SVDiff: Compact Parameter Space for Diffusion Fine-Tuning

Abstract: Diffusion models have achieved remarkable success in text-to-image generation, enabling the creation of high-quality images from text prompts or other modalities. However, existing methods for customizing these models are limited by handling multiple personalized subjects and the risk of overfitting. Moreover, their large number of parameters is inefficient for model storage. In this paper, we propose a novel approach to address these limitations in existing text-to-image diffusion models for personalization. Our method involves fine-tuning the singular values of the weight matrices, leading to a compact and efficient parameter space that reduces the risk of overfitting and language drifting. We also propose a Cut-Mix-Unmix data-augmentation technique to enhance the quality of multi-subject image generation and a simple text-based image editing framework. Our proposed SVDiff method has a significantly smaller model size compared to existing methods (approximately 2,200 times fewer parameters compared with vanilla DreamBooth), making it more practical for real-world applications.

• The paper introduces SVDiff, which fine-tunes text-to-image diffusion models by optimizing singular values for efficient parameter reduction.
• It employs Singular Value Decomposition and a Cut-Mix-Unmix strategy to maintain subject identity during multi-subject generation.
• Experimental results show SVDiff achieves roughly 2,200 times more parameter efficiency than conventional methods while sustaining high performance.
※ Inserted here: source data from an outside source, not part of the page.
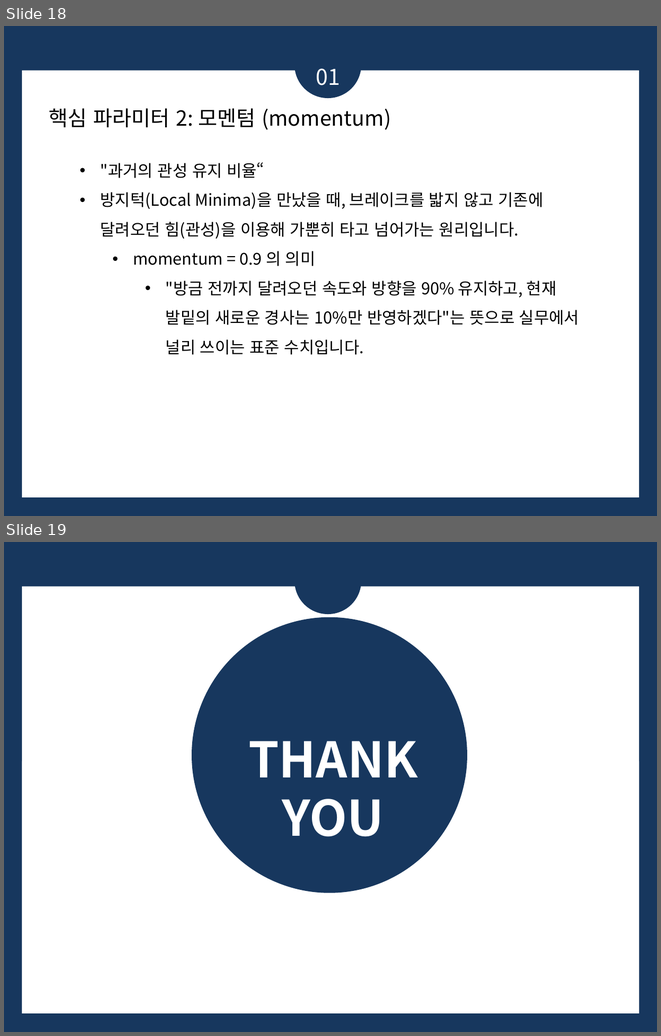
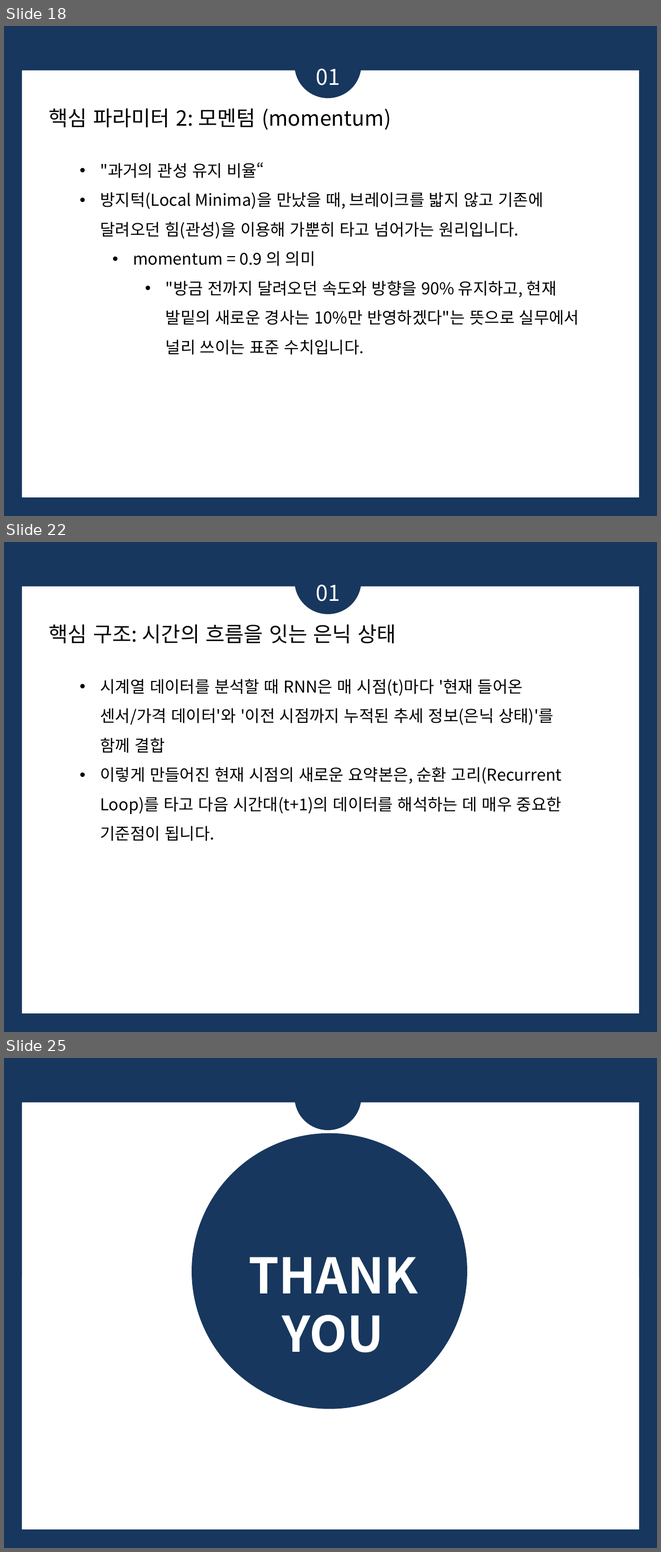
Before and after one commit to bsmoon-86/multicam_2025, a slide deck: PPT/딥러닝.pptx. Shown one above the other, each under a label of ours: slides 18 and 19 before the commit, slides 18, 22 and 25 after it; the slides between them are not shown. The pictures are 661x1036 and 661x1552 pixels, drawn with LibreOffice and Linux fonts; fonts in the diff are those of the drawing. Boxes give left, top, right and bottom in pixels: in the first picture for what was removed or moved away, otherwise in the second. Text is boxed around its words. In the diff, an @@ line names an element or a change of style, - is before the commit and + after.

```diff
--- a/PPT/딥러닝.pptx
+++ b/PPT/딥러닝.pptx
@@ slide 22 added at box(4, 542, 657, 1032), background #17375E; not listed: 1 template element that a slide beside it also shows @@
@@ ellipse added at box(294, 547, 361, 614), fill #17375E @@
@@ text added at box(316, 584, 340, 601), 24 pt, text #FFFFFF @@
+01
@@ text added at box(49, 624, 396, 643), 23 pt, text #000000 @@
+핵심 구조: 시간의 흐름을 잇는 은닉 상태
@@ text added at box(100, 679, 562, 841), 18 pt, text #000000 @@
+• 시계열 데이터를 분석할 때 RNN은 매 시점(t)마다 '현재 들어온 센서/가격 데이터'와 '이전 시점까지 누적된 추세 정보(은닉 상태)'를 함께 결합
+• 이렇게 만들어진 현재 시점의 새로운 요약본은, 순환 고리(Recurrent Loop)를 타고 다음 시간대(t+1)의 데이터를 해석하는 데 매우 중요한 기준점이 됩니다.
@@ what was slide 19 is now slide 25 @@
```
Also in this commit, not shown: 5 other slides added.

SVDiff: Compact Parameter Space for Diffusion Fine-Tuning (2303.11305)

The paper "SVDiff: Compact Parameter Space for Diffusion Fine-Tuning" explores an innovative approach to enhance the efficiency and effectiveness of text-to-image diffusion models by fine-tuning within a compact parameter space. The study introduces a method that could significantly impact real-world applications in text-to-image generation, especially in scenarios demanding model personalization.

Introduction to the Problem

Text-to-image diffusion models have achieved substantial success, yet they face challenges in handling multiple personalized subjects and avoiding overfitting due to their extensive parameter space. The paper addresses these issues by proposing a novel fine-tuning approach that leverages Singular Value Decomposition (SVD) to optimize singular values of the weight matrices, drastically reducing the parameter count while retaining performance.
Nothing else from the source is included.